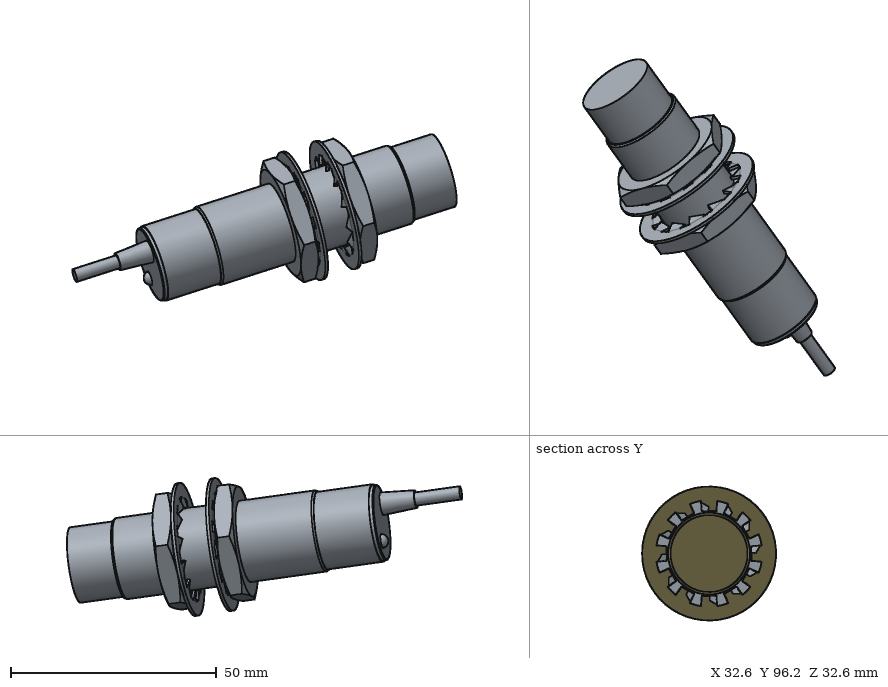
import cadquery as cq
import math


OVERALL_LENGTH = 96.23
BARREL_FRONT = 11.1
BARREL_REAR = 61.75
RIM_FRONT = 75.5
RIM_REAR = 76.6
RELIEF_REAR = 85.0

BARREL_RADIUS = 10.0
BARREL_CHAMFER_LENGTH = 0.5
BARREL_CHAMFER_DEPTH = 0.3

CORE_RADIUS = 9.3
CAP_RADIUS = 9.55
RIM_RADIUS = 9.3
RIM_CHAMFER = 0.25

FITTING_OFFSET = 5.6
RELIEF_ROOT_RADIUS = 2.8
RELIEF_TIP_RADIUS = 2.2
CABLE_RADIUS = 1.65
LIGHT_RADIUS = 1.75
LIGHT_HEIGHT = 1.5

NUT_SIDES = 6
NUT_ACROSS_FLATS = 27.0
NUT_THICKNESS = 4.6
NUT_CHAMFER_ANGLE = 22.0
CORNER_UP = 90.0
FRONT_NUT = 22.4
REAR_NUT = 37.8

WASHER_RADIUS = 32.64 / 2
WASHER_THICKNESS = 0.75
WASHER_HOLE_RADIUS = 12.9
TOOTH_COUNT = 12
TOOTH_TIP_RADIUS = 10.3
TOOTH_BEND_RADIUS = 12.6
TOOTH_ROOT_OVERLAP = 0.5
TOOTH_ROOT_WIDTH = 4.0
TOOTH_TIP_WIDTH = 3.6
TOOTH_TWIST = 22.0

TOOTH_REACH = (
    TOOTH_TIP_WIDTH / 2 * math.sin(math.radians(TOOTH_TWIST))
    + WASHER_THICKNESS / 2 * math.cos(math.radians(TOOTH_TWIST))
    - WASHER_THICKNESS / 2
)
FRONT_WASHER = FRONT_NUT + NUT_THICKNESS + TOOTH_REACH
REAR_WASHER = REAR_NUT - TOOTH_REACH - WASHER_THICKNESS


def revolve_about_y(profile):
    """Turn a closed outline of (radius, distance behind the face) points about the Y axis."""
    points = [(radius, -distance) for radius, distance in profile]
    return cq.Workplane("XY").polyline(points).close().revolve(360, (0, 0, 0), (0, 1, 0))


def cylinder(radius, front, rear, z=0.0):
    """Cylinder along Y between two distances behind the sensing face."""
    plane = cq.Workplane("XZ", origin=(0, -front, z))
    return plane.circle(radius).extrude(rear - front)


def make_barrel():
    """Tube around the core, chamfered at both ends."""
    end_radius = BARREL_RADIUS - BARREL_CHAMFER_DEPTH
    return revolve_about_y([
        (CORE_RADIUS, BARREL_FRONT),
        (end_radius, BARREL_FRONT),
        (BARREL_RADIUS, BARREL_FRONT + BARREL_CHAMFER_LENGTH),
        (BARREL_RADIUS, BARREL_REAR - BARREL_CHAMFER_LENGTH),
        (end_radius, BARREL_REAR),
        (CORE_RADIUS, BARREL_REAR),
    ])


def make_core():
    """Core filling the barrel, with the sensing end projecting at the front."""
    return cylinder(CORE_RADIUS, 0, BARREL_REAR)


def make_rear_cap():
    """Plug behind the barrel, stepped down to a chamfered rim."""
    return revolve_about_y([
        (0, BARREL_REAR),
        (CAP_RADIUS, BARREL_REAR),
        (CAP_RADIUS, RIM_FRONT),
        (RIM_RADIUS, RIM_FRONT),
        (RIM_RADIUS, RIM_REAR - RIM_CHAMFER),
        (RIM_RADIUS - RIM_CHAMFER, RIM_REAR),
        (0, RIM_REAR),
    ])


def make_cable():
    """Tapered strain relief in one piece with the cable."""
    relief = revolve_about_y([
        (0, RIM_REAR),
        (RELIEF_ROOT_RADIUS, RIM_REAR),
        (RELIEF_TIP_RADIUS, RELIEF_REAR),
        (0, RELIEF_REAR),
    ]).translate((0, 0, FITTING_OFFSET))
    return relief.union(cylinder(CABLE_RADIUS, RELIEF_REAR, OVERALL_LENGTH, FITTING_OFFSET))


def make_light():
    """Dome cut from a sphere whose section at the rear face has the light's radius."""
    sphere_radius = (LIGHT_RADIUS**2 + LIGHT_HEIGHT**2) / (2 * LIGHT_HEIGHT)
    centre = RIM_REAR + LIGHT_HEIGHT - sphere_radius
    sphere = cq.Workplane("XY").sphere(sphere_radius).translate((0, -centre, 0))
    dome = sphere.intersect(cylinder(sphere_radius, RIM_REAR, RIM_REAR + LIGHT_HEIGHT))
    return dome.translate((0, 0, -FITTING_OFFSET))


def make_nut(front):
    """Hexagon with a corner at the top, chamfered on both faces."""
    rear = front + NUT_THICKNESS
    flat_radius = NUT_ACROSS_FLATS / 2
    corner_radius = flat_radius / math.cos(math.pi / NUT_SIDES)
    chamfer_length = (corner_radius - flat_radius) * math.tan(math.radians(NUT_CHAMFER_ANGLE))
    hexagon = (
        cq.Workplane("XZ", origin=(0, -front, 0))
        .transformed(rotate=(0, 0, CORNER_UP))
        .polygon(NUT_SIDES, 2 * corner_radius)
        .extrude(NUT_THICKNESS)
    )
    chamfered_blank = revolve_about_y([
        (BARREL_RADIUS, front),
        (flat_radius, front),
        (corner_radius, front + chamfer_length),
        (corner_radius, rear - chamfer_length),
        (flat_radius, rear),
        (BARREL_RADIUS, rear),
    ])
    return hexagon.intersect(chamfered_blank)


def make_tooth(middle):
    """Tooth at the top of the washer: a flat root, then a blade twisted toward its tip."""
    root = (
        cq.Workplane("XY", origin=(0, -middle, TOOTH_BEND_RADIUS))
        .rect(TOOTH_ROOT_WIDTH, WASHER_THICKNESS)
        .extrude(WASHER_HOLE_RADIUS - TOOTH_BEND_RADIUS + TOOTH_ROOT_OVERLAP)
    )
    blade = (
        cq.Workplane("XY", origin=(0, -middle, TOOTH_BEND_RADIUS))
        .rect(TOOTH_ROOT_WIDTH, WASHER_THICKNESS)
        .workplane(offset=TOOTH_TIP_RADIUS - TOOTH_BEND_RADIUS)
        .transformed(rotate=(0, 0, -TOOTH_TWIST))
        .rect(TOOTH_TIP_WIDTH, WASHER_THICKNESS)
        .loft(ruled=True)
    )
    return root.union(blade)


def make_washer(front):
    """Flat ring with twisted teeth around its hole."""
    rear = front + WASHER_THICKNESS
    washer = cylinder(WASHER_RADIUS, front, rear).cut(cylinder(WASHER_HOLE_RADIUS, front, rear))
    tooth = make_tooth((front + rear) / 2)
    for index in range(TOOTH_COUNT):
        angle = index * 360 / TOOTH_COUNT
        washer = washer.union(tooth.rotate((0, 0, 0), (0, 1, 0), angle))
    return washer


barrel = make_barrel()
core = make_core()
rear_cap = make_rear_cap()
cable = make_cable()
light = make_light()
nuts = [make_nut(front) for front in (FRONT_NUT, REAR_NUT)]
washers = [make_washer(front) for front in (FRONT_WASHER, REAR_WASHER)]

result = cq.Compound.makeCompound([
    barrel.val(),
    core.val(),
    rear_cap.val(),
    cable.val(),
    light.val(),
    *[nut.val() for nut in nuts],
    *[washer.val() for washer in washers],
])
──────────
PROBLEM DESCRIPTION -
Would you transcribe all of the entries above exactly, minus the images?

EXERCISE RESPONSE -
import cadquery as cq
import math


OVERALL_LENGTH = 96.23
BARREL_FRONT = 11.1
BARREL_REAR = 61.75
RIM_FRONT = 75.5
RIM_REAR = 76.6
RELIEF_REAR = 85.0

BARREL_RADIUS = 10.0
BARREL_CHAMFER_LENGTH = 0.5
BARREL_CHAMFER_DEPTH = 0.3

CORE_RADIUS = 9.3
CAP_RADIUS = 9.55
RIM_RADIUS = 9.3
RIM_CHAMFER = 0.25

FITTING_OFFSET = 5.6
RELIEF_ROOT_RADIUS = 2.8
RELIEF_TIP_RADIUS = 2.2
CABLE_RADIUS = 1.65
LIGHT_RADIUS = 1.75
LIGHT_HEIGHT = 1.5

NUT_SIDES = 6
NUT_ACROSS_FLATS = 27.0
NUT_THICKNESS = 4.6
NUT_CHAMFER_ANGLE = 22.0
CORNER_UP = 90.0
FRONT_NUT = 22.4
REAR_NUT = 37.8

WASHER_RADIUS = 32.64 / 2
WASHER_THICKNESS = 0.75
WASHER_HOLE_RADIUS = 12.9
TOOTH_COUNT = 12
TOOTH_TIP_RADIUS = 10.3
TOOTH_BEND_RADIUS = 12.6
TOOTH_ROOT_OVERLAP = 0.5
TOOTH_ROOT_WIDTH = 4.0
TOOTH_TIP_WIDTH = 3.6
TOOTH_TWIST = 22.0

TOOTH_REACH = (
    TOOTH_TIP_WIDTH / 2 * math.sin(math.radians(TOOTH_TWIST))
    + WASHER_THICKNESS / 2 * math.cos(math.radians(TOOTH_TWIST))
    - WASHER_THICKNESS / 2
)
FRONT_WASHER = FRONT_NUT + NUT_THICKNESS + TOOTH_REACH
REAR_WASHER = REAR_NUT - TOOTH_REACH - WASHER_THICKNESS


def revolve_about_y(profile):
    """Turn a closed outline of (radius, distance behind the face) points about the Y axis."""
    points = [(radius, -distance) for radius, distance in profile]
    return cq.Workplane("XY").polyline(points).close().revolve(360, (0, 0, 0), (0, 1, 0))


def cylinder(radius, front, rear, z=0.0):
    """Cylinder along Y between two distances behind the sensing face."""
    plane = cq.Workplane("XZ", origin=(0, -front, z))
    return plane.circle(radius).extrude(rear - front)


def make_barrel():
    """Tube around the core, chamfered at both ends."""
    end_radius = BARREL_RADIUS - BARREL_CHAMFER_DEPTH
    return revolve_about_y([
        (CORE_RADIUS, BARREL_FRONT),
        (end_radius, BARREL_FRONT),
        (BARREL_RADIUS, BARREL_FRONT + BARREL_CHAMFER_LENGTH),
        (BARREL_RADIUS, BARREL_REAR - BARREL_CHAMFER_LENGTH),
        (end_radius, BARREL_REAR),
        (CORE_RADIUS, BARREL_REAR),
    ])


def make_core():
    """Core filling the barrel, with the sensing end projecting at the front."""
    return cylinder(CORE_RADIUS, 0, BARREL_REAR)


def make_rear_cap():
    """Plug behind the barrel, stepped down to a chamfered rim."""
    return revolve_about_y([
        (0, BARREL_REAR),
        (CAP_RADIUS, BARREL_REAR),
        (CAP_RADIUS, RIM_FRONT),
        (RIM_RADIUS, RIM_FRONT),
        (RIM_RADIUS, RIM_REAR - RIM_CHAMFER),
        (RIM_RADIUS - RIM_CHAMFER, RIM_REAR),
        (0, RIM_REAR),
    ])


def make_cable():
    """Tapered strain relief in one piece with the cable."""
    relief = revolve_about_y([
        (0, RIM_REAR),
        (RELIEF_ROOT_RADIUS, RIM_REAR),
        (RELIEF_TIP_RADIUS, RELIEF_REAR),
        (0, RELIEF_REAR),
    ]).translate((0, 0, FITTING_OFFSET))
    return relief.union(cylinder(CABLE_RADIUS, RELIEF_REAR, OVERALL_LENGTH, FITTING_OFFSET))


def make_light():
    """Dome cut from a sphere whose section at the rear face has the light's radius."""
    sphere_radius = (LIGHT_RADIUS**2 + LIGHT_HEIGHT**2) / (2 * LIGHT_HEIGHT)
    centre = RIM_REAR + LIGHT_HEIGHT - sphere_radius
    sphere = cq.Workplane("XY").sphere(sphere_radius).translate((0, -centre, 0))
    dome = sphere.intersect(cylinder(sphere_radius, RIM_REAR, RIM_REAR + LIGHT_HEIGHT))
    return dome.translate((0, 0, -FITTING_OFFSET))


def make_nut(front):
    """Hexagon with a corner at the top, chamfered on both faces."""
    rear = front + NUT_THICKNESS
    flat_radius = NUT_ACROSS_FLATS / 2
    corner_radius = flat_radius / math.cos(math.pi / NUT_SIDES)
    chamfer_length = (corner_radius - flat_radius) * math.tan(math.radians(NUT_CHAMFER_ANGLE))
    hexagon = (
        cq.Workplane("XZ", origin=(0, -front, 0))
        .transformed(rotate=(0, 0, CORNER_UP))
        .polygon(NUT_SIDES, 2 * corner_radius)
        .extrude(NUT_THICKNESS)
    )
    chamfered_blank = revolve_about_y([
        (BARREL_RADIUS, front),
        (flat_radius, front),
        (corner_radius, front + chamfer_length),
        (corner_radius, rear - chamfer_length),
        (flat_radius, rear),
        (BARREL_RADIUS, rear),
    ])
    return hexagon.intersect(chamfered_blank)


def make_tooth(middle):
    """Tooth at the top of the washer: a flat root, then a blade twisted toward its tip."""
    root = (
        cq.Workplane("XY", origin=(0, -middle, TOOTH_BEND_RADIUS))
        .rect(TOOTH_ROOT_WIDTH, WASHER_THICKNESS)
        .extrude(WASHER_HOLE_RADIUS - TOOTH_BEND_RADIUS + TOOTH_ROOT_OVERLAP)
    )
    blade = (
        cq.Workplane("XY", origin=(0, -middle, TOOTH_BEND_RADIUS))
        .rect(TOOTH_ROOT_WIDTH, WASHER_THICKNESS)
        .workplane(offset=TOOTH_TIP_RADIUS - TOOTH_BEND_RADIUS)
        .transformed(rotate=(0, 0, -TOOTH_TWIST))
        .rect(TOOTH_TIP_WIDTH, WASHER_THICKNESS)
        .loft(ruled=True)
    )
    return root.union(blade)


def make_washer(front):
    """Flat ring with twisted teeth around its hole."""
    rear = front + WASHER_THICKNESS
    washer = cylinder(WASHER_RADIUS, front, rear).cut(cylinder(WASHER_HOLE_RADIUS, front, rear))
    tooth = make_tooth((front + rear) / 2)
    for index in range(TOOTH_COUNT):
        angle = index * 360 / TOOTH_COUNT
        washer = washer.union(tooth.rotate((0, 0, 0), (0, 1, 0), angle))
    return washer


barrel = make_barrel()
core = make_core()
rear_cap = make_rear_cap()
cable = make_cable()
light = make_light()
nuts = [make_nut(front) for front in (FRONT_NUT, REAR_NUT)]
washers = [make_washer(front) for front in (FRONT_WASHER, REAR_WASHER)]

result = cq.Compound.makeCompound([
    barrel.val(),
    core.val(),
    rear_cap.val(),
    cable.val(),
    light.val(),
    *[nut.val() for nut in nuts],
    *[washer.val() for washer in washers],
])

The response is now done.